Comparisons between post-BMT patients and controls groups with respect to strains of influenza A(H1N1)pdm09.

	Groups of patients and their respective outcome
Influenza A(H1N1)pdm09 strains (residues -15, 83 and 293)	Post-BMT with mild outcome	healthy individuals with severe or fatal outcomes	* P values
ESH	8	6	0.0088
KSQ	1	12
Influenza A(H1N1)pdm09 strains (residues -15, 83 and 293)	Post-BMT with mild outcome	non-immunocompromised with mild otcome	* P values
ESH	8	5	0.058
KSQ	1	6

*P values were determined by Fischer's exact test, values below 0.05 were considered to be statistically significant.

Ours findings oppose the previously observed impact of the ESH strain on the general population [13], [15], [17]. Our patients were easily distinguishable in terms of their specific genetic backgrounds, ethnicity and previous history of treatments and clinical interventions.

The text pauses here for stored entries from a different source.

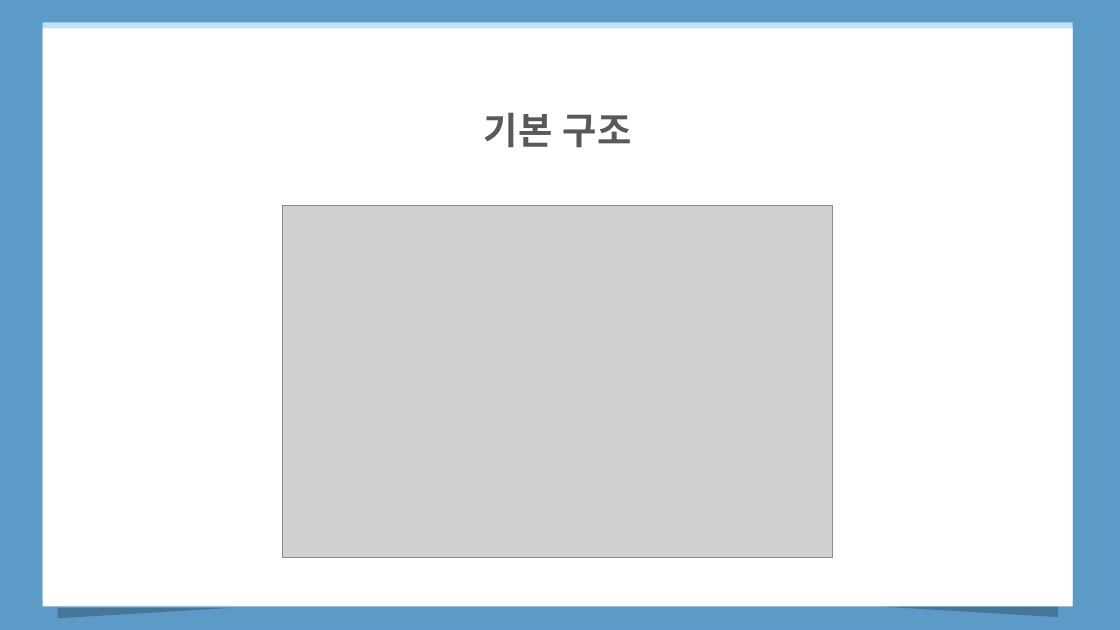
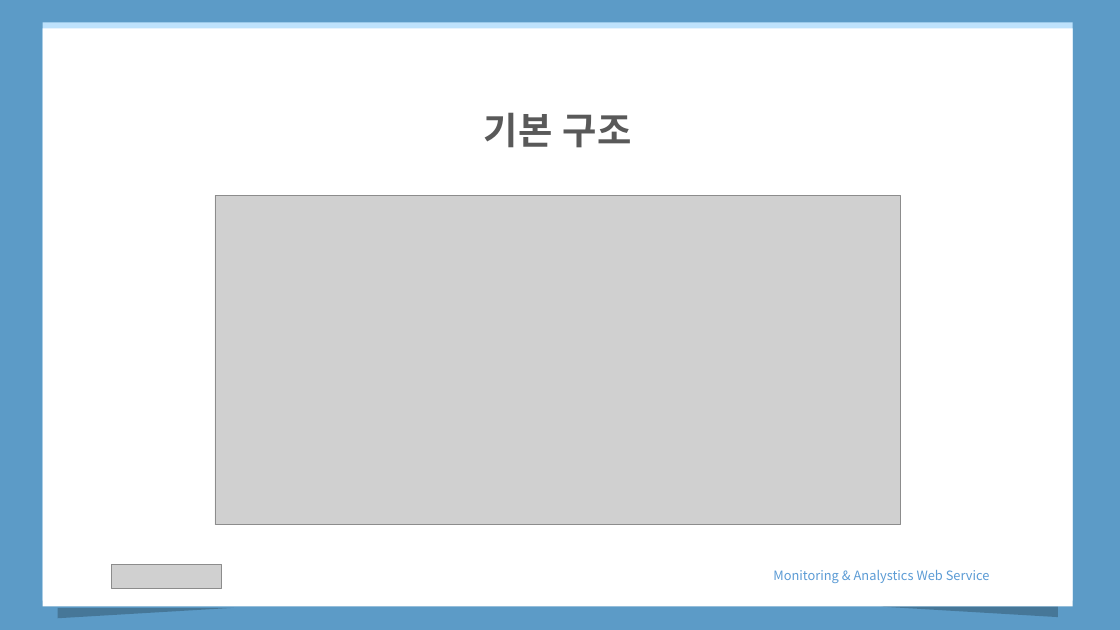
Before and after one commit to haomaru88/first_web, a slide deck: slide 5 of MonitoringWeb.pptx. Drawn at 1120x630 pixels with LibreOffice and Linux fonts; fonts in the diff are those of the drawing; grey boxes stand for pictures. Boxes give left, top, right and bottom in pixels: in the first picture for what was removed or moved away, otherwise in the second. Text is boxed around its words. In the diff, an @@ line names an element or a change of style, - is before the commit and + after.

```diff
--- a/MonitoringWeb.pptx
+++ b/MonitoringWeb.pptx
@@ picture: place and size @@
-picture at box(282, 206, 833, 558)
+picture at box(215, 196, 901, 525)
@@ picture added at box(111, 565, 222, 589) @@
@@ text added at box(773, 570, 990, 583), 11 pt, text #5B9BD5 @@
+Monitoring & Analystics Web Service
```
Also in this commit, not shown: 4 other slides changed, 5 other files.

Therefore, it seems unlikely that an impaired virus replication could have occurred as a consequence of any specific cancer- or BMT-related interventions. Although the works on influenza infection in post-BMT patients is, in general, limited by the small number of patients (around a dozen individuals) [28], contributions such as this are important for further meta-analysis investigations – which may strengthen the isolated findings displayed in the literature.

Discussion

The association of clinical data and viral sequences is important for the identification of novel virulence markers [22]. Although such an approach has been used for surveillance, it takes the host's genetic background for granted. We believe that surveillance focused on immunocompromised patients could, in many cases, yield more pragmatic insights for public health concerns. Because these post-BMT patients tend to have worse clinical outcomes due to influenza infection, the identification of mild symptoms for a presumably more virulent virus could mean that enhanced pathogenicity of this variant is questionable or that some specific factor associated with this population may impair virus infection/replication.

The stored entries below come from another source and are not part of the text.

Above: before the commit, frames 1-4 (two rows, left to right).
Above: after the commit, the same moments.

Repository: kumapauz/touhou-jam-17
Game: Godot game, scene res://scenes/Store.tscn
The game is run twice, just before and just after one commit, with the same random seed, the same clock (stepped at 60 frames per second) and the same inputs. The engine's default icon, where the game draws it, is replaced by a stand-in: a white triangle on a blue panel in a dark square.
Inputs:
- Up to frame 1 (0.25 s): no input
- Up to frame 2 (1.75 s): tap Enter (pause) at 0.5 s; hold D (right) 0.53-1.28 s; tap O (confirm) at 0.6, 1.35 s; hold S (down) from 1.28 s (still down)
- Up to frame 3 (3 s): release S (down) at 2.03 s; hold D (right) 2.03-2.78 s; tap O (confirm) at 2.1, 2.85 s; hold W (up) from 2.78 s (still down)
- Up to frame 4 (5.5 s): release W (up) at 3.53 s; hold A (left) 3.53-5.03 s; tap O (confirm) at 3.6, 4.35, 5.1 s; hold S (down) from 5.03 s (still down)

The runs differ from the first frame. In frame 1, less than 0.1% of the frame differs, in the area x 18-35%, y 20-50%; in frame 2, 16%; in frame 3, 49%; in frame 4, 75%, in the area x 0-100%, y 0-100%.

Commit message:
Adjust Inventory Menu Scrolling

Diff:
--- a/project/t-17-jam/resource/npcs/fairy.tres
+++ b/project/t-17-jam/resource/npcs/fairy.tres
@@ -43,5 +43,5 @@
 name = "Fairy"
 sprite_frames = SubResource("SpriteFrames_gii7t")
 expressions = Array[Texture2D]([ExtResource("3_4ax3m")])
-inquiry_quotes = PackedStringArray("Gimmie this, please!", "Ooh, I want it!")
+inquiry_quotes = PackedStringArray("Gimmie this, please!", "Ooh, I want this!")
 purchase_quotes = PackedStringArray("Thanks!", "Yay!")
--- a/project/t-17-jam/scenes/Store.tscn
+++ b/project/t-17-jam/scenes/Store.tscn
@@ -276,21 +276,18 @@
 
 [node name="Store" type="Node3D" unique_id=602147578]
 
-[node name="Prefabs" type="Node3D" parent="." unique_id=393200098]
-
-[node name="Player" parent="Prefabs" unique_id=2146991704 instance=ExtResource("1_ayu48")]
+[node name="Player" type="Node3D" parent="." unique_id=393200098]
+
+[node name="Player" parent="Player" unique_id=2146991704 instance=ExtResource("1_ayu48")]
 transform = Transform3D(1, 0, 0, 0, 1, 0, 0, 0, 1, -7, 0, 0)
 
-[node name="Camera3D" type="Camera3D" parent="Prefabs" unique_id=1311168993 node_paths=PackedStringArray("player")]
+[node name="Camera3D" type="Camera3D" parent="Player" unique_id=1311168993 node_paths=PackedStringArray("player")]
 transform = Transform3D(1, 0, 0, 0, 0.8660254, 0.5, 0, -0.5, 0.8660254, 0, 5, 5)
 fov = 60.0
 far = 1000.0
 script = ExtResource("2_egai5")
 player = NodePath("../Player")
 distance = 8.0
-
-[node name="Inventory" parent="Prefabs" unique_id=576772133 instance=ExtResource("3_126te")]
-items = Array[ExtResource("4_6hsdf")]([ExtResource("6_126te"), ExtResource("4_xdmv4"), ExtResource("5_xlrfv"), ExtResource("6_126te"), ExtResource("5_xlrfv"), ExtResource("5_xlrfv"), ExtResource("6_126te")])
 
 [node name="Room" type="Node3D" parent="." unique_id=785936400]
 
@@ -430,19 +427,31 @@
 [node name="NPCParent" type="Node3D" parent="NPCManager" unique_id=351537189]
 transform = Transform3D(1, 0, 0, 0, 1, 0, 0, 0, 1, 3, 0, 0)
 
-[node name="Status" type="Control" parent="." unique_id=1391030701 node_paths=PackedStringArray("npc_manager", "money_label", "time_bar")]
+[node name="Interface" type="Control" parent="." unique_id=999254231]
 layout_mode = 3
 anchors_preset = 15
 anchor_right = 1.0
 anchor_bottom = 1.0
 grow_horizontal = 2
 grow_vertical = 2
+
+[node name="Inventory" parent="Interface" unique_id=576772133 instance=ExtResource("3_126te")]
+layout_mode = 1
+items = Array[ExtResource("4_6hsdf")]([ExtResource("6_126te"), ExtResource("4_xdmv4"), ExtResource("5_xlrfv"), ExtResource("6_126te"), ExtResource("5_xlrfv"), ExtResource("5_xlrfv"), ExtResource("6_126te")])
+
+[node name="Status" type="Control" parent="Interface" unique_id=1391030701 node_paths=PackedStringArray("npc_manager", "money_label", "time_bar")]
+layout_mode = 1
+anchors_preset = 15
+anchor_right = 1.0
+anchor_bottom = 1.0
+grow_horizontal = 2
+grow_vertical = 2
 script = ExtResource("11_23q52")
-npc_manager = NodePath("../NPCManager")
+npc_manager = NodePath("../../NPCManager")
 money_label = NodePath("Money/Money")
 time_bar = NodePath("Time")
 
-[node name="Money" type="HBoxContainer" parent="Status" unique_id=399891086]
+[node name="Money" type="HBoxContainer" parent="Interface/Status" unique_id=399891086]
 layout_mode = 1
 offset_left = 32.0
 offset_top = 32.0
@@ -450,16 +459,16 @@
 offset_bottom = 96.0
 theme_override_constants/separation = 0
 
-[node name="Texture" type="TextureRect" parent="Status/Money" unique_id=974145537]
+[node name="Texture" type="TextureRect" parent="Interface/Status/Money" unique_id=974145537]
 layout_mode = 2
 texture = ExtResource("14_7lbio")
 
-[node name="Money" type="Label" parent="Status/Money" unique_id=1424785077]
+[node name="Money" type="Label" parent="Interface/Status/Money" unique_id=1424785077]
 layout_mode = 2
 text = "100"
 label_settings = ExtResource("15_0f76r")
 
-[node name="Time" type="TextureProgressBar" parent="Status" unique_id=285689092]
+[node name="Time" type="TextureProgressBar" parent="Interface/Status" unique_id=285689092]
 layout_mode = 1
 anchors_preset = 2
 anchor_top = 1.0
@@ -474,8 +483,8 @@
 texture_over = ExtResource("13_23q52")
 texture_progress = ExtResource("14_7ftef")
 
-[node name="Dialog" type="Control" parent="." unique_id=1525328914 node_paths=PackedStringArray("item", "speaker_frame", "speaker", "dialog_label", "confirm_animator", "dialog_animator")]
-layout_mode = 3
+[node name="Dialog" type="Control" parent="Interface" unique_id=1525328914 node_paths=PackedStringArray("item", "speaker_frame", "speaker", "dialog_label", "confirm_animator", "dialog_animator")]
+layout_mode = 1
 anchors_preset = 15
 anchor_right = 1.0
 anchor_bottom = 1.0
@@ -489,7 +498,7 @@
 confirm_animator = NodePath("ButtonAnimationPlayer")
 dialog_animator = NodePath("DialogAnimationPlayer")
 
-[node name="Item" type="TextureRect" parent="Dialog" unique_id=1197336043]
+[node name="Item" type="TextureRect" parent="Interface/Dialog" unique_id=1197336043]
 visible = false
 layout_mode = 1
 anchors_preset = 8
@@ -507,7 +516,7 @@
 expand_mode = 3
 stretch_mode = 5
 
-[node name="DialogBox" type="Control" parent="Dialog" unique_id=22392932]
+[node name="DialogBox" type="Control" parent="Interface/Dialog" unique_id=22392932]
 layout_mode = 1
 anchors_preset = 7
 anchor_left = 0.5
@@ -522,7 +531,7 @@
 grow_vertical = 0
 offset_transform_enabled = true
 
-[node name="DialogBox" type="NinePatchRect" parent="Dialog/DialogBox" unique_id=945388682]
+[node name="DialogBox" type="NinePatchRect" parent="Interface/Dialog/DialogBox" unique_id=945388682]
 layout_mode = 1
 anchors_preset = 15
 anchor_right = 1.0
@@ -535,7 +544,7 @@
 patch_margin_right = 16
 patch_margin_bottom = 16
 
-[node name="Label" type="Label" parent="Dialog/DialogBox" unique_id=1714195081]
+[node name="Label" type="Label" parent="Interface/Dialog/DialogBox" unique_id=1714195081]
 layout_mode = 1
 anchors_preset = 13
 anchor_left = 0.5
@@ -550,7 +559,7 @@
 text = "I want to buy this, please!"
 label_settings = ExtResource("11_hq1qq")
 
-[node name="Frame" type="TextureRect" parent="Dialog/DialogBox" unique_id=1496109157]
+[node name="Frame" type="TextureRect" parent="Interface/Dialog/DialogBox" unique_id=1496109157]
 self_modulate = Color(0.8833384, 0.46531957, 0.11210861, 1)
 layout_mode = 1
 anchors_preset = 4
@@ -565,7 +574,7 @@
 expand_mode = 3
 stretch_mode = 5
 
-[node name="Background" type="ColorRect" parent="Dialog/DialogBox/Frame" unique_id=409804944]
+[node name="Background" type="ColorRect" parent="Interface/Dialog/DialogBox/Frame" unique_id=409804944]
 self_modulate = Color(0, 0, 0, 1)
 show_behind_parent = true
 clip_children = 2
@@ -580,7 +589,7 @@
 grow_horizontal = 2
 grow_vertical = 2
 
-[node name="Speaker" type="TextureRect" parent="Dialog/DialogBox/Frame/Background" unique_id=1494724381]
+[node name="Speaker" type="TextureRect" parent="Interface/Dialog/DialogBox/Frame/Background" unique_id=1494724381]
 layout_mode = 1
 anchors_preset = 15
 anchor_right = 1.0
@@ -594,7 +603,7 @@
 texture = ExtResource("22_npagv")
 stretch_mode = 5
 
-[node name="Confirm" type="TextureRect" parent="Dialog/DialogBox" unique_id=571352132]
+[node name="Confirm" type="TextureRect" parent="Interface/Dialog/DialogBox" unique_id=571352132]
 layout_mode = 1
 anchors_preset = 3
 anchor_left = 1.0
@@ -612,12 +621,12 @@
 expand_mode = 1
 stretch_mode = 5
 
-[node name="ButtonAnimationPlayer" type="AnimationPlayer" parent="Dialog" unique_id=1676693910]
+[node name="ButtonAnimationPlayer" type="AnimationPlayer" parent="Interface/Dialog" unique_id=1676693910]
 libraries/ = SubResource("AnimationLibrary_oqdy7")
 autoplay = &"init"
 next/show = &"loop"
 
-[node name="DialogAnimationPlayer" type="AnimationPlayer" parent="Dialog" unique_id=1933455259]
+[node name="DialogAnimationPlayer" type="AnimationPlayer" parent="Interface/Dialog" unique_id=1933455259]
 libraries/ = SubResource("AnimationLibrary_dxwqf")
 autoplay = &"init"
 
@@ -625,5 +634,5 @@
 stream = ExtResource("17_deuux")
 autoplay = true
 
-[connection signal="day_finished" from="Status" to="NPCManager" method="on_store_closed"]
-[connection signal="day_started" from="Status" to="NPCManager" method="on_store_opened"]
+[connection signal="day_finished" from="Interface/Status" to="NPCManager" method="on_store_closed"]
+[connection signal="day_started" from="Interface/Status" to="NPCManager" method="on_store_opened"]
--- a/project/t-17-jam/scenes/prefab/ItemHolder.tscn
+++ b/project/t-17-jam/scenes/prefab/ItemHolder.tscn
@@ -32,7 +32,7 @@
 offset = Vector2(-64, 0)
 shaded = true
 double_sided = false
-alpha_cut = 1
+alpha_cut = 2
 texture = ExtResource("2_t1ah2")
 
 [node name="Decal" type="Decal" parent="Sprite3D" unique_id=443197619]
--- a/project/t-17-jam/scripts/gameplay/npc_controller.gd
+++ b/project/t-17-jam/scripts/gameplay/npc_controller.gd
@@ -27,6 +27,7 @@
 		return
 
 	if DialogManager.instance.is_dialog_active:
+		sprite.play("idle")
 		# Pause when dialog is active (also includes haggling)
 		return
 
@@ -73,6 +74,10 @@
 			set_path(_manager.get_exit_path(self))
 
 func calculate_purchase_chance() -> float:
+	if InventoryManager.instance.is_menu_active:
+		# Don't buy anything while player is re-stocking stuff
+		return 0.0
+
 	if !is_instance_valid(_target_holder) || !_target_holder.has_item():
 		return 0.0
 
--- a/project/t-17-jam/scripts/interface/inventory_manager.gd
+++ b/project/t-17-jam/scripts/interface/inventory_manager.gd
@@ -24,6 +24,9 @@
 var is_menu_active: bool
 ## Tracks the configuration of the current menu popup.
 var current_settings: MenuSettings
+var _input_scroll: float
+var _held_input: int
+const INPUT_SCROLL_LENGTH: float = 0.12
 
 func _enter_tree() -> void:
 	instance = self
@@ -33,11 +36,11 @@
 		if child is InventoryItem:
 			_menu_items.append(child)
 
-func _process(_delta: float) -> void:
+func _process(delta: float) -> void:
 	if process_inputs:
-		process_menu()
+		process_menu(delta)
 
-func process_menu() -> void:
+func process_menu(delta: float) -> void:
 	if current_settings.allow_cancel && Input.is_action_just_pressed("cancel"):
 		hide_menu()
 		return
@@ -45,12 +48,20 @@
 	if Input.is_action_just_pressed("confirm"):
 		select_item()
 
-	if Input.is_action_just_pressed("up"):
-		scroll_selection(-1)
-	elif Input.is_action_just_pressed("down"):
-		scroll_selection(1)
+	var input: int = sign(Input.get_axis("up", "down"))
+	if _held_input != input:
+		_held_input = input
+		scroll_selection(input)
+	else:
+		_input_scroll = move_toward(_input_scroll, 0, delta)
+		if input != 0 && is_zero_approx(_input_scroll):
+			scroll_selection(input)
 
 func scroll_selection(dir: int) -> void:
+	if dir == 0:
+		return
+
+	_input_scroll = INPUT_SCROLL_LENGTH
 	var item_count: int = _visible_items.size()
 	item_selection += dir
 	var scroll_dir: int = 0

With respect to the ESH strain, our findings complement the studies by Graham et al. and Lee et al. [14], [15] and oppose those by Glinsky et al. and Potdar et al. [13], [17]. ESH strain may be included into the clade 6 of influenza A(H1N1)pdm09, which has been associated with morbidity and mortality [17]. Nevertheless, clade-6 viruses possess mutations in genes other than HA, which could naturally influence its virulence. Glinsky et al [13] found an exceedingly high prevalence of Q293H mutation in individuals that deceased. Based solely on this last work, association between Q293H and mortality would be even more significant than the one presented by the change D222G in viral HA [16], [18], [29], [30]. It should be taken into account that, ESH strain may have simply emerged during the peak of pandemic influenza circulation [15], [31]. As so, ESH strain has been detected in mild cases of 2009 pandemic virus infection, by us and others in different countries [15], [31]. By studying Brazilian samples from the same period, Lee and colleagues [15] suggested that rather than real phenotypic changes that could increase influenza A(H1N1)pdm09 virulence, the ESH strain was emerged as a stochastic event during the peak of virus circulation during the Brazilian winter. Therefore, we agree with this interpretation that increased mortality and hospitalizations in Brazil during the epidemiological weeks 31 to 35 of 2009 were due to enhanced influenza circulation through predisposed hosts than to the emergence of the ESH strain. As it has been demonstrated, major event that led to 2009 influenza morbidity and mortality, including in otherwise healthy individuals, was the susceptible of the human population to influenza viruses with very low glycosylated HA, such as influenza A(H1N1)pdm09 [32], [33]. Nevertheless, accumulation of global data from different cohorts/groups of patients is needed to reach more decisive conclusions on the importance of these mutations.

Finally, our results could stimulate a debate among investigators working on the molecular epidemiology/surveillance of influenza about critical mutations in the A(H1N1)pdm09 strain and could be interesting for physicians working on BMT.